Paradox 1: Volume of total information grows, size of information segments shrink

The amount of information in the world is huge and growing faster than ever — 2.7 zetabytes (2.7 followed by 21 zeros) in 2012 by one estimate. Most of this information is now native digital — a full 94% was in 2007, a number that has only increased. The massive growth in information is fueled by a number of interrelated trends: mass literacy, and the growth in internet access (especially in the developing world) have caused an explosion in the number of potential information producers; this is paralleled by a massive increase in server space to hold all this data (and somewhat chilling concentration of these servers in a few corporate hands).

Yet we cannot escape the feeling that this ever-growing body of information is shared in ever-smaller blips.

This latter impression is hard to confirm with data. Some trends (an increase in the number of objects per webpage) suggest that information packets are actually getting bigger. Yet for counterexamples we need think only of the tweet, or for that matter the text, WeChat (now under crackdown by Beijing), etc… Or any of the other constant and instantaneous distractions awaiting all of us the moment we look at our smart-phones to check the time.

This presents two challenges: a general challenge to organizing all information — that there is not only more of it, but it is broken into more pieces; and a specific challenge to organizing the types of information of interest to humanities scholars — that we like to write at length about self-contained texts.

What is the old-school…er…school to do? Can classical humanism — last bastion of the 60-page article on a two-page essay, lovingly crafted over seven years of intense research— adapt to the pace and sheer volume of information in the third millennium?

Resolution 1: Searching, filtering, structuring become critical skills, but our beloved close reading remains a key approach.
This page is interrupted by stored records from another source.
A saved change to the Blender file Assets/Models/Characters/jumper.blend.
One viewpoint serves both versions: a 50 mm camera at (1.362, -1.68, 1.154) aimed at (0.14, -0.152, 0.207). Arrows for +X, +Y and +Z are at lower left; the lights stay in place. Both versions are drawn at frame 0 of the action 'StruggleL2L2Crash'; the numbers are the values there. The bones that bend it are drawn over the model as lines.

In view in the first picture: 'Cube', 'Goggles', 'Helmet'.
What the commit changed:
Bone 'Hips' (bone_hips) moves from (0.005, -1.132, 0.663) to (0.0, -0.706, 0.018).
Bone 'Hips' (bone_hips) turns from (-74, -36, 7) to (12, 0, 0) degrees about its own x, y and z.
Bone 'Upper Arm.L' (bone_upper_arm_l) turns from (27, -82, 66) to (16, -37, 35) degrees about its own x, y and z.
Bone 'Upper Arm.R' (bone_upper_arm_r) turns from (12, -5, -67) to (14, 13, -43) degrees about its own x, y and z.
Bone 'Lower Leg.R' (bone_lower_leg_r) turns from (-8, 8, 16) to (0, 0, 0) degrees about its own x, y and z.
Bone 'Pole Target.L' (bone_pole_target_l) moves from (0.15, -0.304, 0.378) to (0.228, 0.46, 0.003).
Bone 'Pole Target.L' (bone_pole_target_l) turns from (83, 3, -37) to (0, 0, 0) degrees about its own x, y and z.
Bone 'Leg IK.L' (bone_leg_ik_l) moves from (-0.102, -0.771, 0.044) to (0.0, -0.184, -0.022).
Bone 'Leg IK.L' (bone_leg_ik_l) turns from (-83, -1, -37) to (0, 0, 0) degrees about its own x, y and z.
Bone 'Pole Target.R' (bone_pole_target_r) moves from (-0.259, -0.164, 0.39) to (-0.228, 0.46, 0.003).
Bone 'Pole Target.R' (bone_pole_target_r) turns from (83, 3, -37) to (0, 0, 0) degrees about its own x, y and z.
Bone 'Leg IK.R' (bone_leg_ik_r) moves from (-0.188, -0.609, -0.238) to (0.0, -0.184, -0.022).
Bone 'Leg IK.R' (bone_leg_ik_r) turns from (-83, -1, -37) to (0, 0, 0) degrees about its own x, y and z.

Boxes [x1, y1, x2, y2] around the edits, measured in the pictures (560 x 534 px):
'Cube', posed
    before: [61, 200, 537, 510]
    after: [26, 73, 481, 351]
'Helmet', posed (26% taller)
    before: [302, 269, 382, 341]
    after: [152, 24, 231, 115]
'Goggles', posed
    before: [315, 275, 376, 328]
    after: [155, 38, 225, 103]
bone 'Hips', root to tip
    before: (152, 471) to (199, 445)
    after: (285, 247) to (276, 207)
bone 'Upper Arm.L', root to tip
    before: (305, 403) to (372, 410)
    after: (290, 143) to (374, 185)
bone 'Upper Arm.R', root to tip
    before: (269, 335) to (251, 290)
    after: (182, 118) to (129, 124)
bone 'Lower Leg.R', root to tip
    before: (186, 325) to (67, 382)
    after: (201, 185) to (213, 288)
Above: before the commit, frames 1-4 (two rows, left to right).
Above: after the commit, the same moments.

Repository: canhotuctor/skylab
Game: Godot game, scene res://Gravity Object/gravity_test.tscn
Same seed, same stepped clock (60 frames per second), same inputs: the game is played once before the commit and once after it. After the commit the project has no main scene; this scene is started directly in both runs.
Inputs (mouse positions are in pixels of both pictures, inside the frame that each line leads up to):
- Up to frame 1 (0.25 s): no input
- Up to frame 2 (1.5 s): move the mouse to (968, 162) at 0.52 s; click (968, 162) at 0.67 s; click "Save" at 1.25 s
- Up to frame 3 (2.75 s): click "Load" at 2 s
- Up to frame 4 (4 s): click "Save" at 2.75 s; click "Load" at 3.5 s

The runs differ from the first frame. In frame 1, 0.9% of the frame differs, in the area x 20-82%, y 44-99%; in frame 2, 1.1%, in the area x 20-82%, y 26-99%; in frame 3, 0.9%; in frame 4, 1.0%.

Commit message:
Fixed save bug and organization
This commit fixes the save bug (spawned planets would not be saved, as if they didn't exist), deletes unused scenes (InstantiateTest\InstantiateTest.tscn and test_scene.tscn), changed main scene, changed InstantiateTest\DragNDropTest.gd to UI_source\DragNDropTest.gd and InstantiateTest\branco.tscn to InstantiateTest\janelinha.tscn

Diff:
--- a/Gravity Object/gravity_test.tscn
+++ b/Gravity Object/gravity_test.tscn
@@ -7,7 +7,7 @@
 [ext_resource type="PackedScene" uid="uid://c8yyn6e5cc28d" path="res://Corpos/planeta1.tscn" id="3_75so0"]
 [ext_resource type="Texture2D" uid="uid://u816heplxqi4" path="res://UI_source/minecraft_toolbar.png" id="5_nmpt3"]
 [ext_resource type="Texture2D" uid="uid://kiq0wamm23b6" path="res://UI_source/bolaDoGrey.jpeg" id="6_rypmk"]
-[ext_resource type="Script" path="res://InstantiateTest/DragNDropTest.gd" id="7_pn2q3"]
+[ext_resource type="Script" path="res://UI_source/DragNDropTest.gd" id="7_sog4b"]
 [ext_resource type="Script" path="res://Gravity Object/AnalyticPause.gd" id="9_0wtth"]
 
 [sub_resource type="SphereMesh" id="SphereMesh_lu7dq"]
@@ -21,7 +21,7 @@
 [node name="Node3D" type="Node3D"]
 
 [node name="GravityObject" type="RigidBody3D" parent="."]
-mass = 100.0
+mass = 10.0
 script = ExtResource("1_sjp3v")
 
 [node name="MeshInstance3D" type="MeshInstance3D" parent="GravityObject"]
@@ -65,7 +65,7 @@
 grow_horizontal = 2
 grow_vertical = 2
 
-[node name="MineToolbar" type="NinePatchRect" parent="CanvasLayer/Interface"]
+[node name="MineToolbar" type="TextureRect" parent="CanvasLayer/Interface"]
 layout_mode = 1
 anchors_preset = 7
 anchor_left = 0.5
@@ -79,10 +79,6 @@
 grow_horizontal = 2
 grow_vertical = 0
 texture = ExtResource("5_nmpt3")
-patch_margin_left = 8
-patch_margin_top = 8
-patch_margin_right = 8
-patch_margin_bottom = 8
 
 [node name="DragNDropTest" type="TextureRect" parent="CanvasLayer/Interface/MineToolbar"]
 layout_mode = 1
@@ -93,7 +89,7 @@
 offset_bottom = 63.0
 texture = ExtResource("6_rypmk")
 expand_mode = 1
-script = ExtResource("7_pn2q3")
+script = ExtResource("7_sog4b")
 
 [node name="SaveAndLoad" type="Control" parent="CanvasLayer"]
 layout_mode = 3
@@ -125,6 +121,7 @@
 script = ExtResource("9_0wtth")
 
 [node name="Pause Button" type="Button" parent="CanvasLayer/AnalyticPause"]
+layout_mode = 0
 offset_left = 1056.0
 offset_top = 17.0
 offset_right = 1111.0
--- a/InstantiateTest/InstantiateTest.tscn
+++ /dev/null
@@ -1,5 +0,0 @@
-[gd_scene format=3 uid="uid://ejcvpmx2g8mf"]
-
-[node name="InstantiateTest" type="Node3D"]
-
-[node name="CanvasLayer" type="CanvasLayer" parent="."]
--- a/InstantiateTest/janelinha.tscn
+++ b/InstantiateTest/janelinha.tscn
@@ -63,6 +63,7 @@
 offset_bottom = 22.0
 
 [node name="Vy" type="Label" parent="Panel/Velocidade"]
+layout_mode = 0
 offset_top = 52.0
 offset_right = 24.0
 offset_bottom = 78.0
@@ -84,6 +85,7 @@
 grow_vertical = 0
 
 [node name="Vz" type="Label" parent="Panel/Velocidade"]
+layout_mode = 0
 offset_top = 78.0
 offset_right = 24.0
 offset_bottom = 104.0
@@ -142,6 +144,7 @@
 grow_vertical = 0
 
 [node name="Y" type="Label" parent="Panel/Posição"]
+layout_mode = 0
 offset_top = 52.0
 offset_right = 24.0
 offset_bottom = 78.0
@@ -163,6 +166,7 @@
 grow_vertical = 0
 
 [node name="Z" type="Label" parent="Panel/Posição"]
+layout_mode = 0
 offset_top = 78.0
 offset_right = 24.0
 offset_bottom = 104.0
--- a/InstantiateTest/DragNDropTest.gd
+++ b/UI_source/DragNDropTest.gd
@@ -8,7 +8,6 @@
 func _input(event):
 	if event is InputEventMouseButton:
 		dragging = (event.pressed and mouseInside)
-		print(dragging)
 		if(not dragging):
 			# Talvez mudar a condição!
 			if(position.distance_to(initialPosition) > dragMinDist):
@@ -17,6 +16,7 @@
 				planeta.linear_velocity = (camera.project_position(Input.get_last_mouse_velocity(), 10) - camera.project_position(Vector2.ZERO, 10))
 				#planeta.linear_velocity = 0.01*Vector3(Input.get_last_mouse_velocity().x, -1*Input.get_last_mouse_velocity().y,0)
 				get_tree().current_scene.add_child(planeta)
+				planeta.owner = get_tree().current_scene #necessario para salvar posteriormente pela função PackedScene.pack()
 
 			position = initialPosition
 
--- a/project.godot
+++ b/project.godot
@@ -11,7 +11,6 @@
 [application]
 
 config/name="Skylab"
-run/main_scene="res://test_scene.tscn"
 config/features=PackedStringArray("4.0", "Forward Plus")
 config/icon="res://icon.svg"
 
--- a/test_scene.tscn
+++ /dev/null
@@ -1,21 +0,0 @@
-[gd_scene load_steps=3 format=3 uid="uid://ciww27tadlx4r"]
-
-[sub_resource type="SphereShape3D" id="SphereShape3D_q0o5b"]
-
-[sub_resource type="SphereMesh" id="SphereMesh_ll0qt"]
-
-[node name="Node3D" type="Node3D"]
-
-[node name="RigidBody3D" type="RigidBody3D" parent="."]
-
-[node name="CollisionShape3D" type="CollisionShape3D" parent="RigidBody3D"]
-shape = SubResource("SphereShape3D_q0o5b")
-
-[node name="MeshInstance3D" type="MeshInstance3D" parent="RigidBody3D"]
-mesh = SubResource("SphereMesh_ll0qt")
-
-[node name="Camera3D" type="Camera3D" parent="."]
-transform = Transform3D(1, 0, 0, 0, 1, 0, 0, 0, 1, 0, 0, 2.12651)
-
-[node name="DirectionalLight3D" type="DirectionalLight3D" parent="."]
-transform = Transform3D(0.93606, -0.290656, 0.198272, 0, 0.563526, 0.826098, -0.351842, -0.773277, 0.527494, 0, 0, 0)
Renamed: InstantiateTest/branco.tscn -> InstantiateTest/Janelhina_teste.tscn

It strikes me that the days of the 60-page article are, in fact, numbered, but that does not necessarily spell the death of in-depth, focused research. Search technology has gotten massively better over the past two decades (remember HotBot? It still exists…), and allows even the relatively inexperienced researcher a relatively good way to find useful texts amid large corpora of unuseful ones. Automated translation has gotten better and better, further enabling non- or semi-specialized researchers access to otherwise inaccessible textual realms. Other, younger technologies — including topic modeling, and the semantic web (the cold fusion of Digital Humanities) — offer even better ways of filtering and parsing large bodies of [textual] data, albeit methods whose true potential has yet to be entirely realized.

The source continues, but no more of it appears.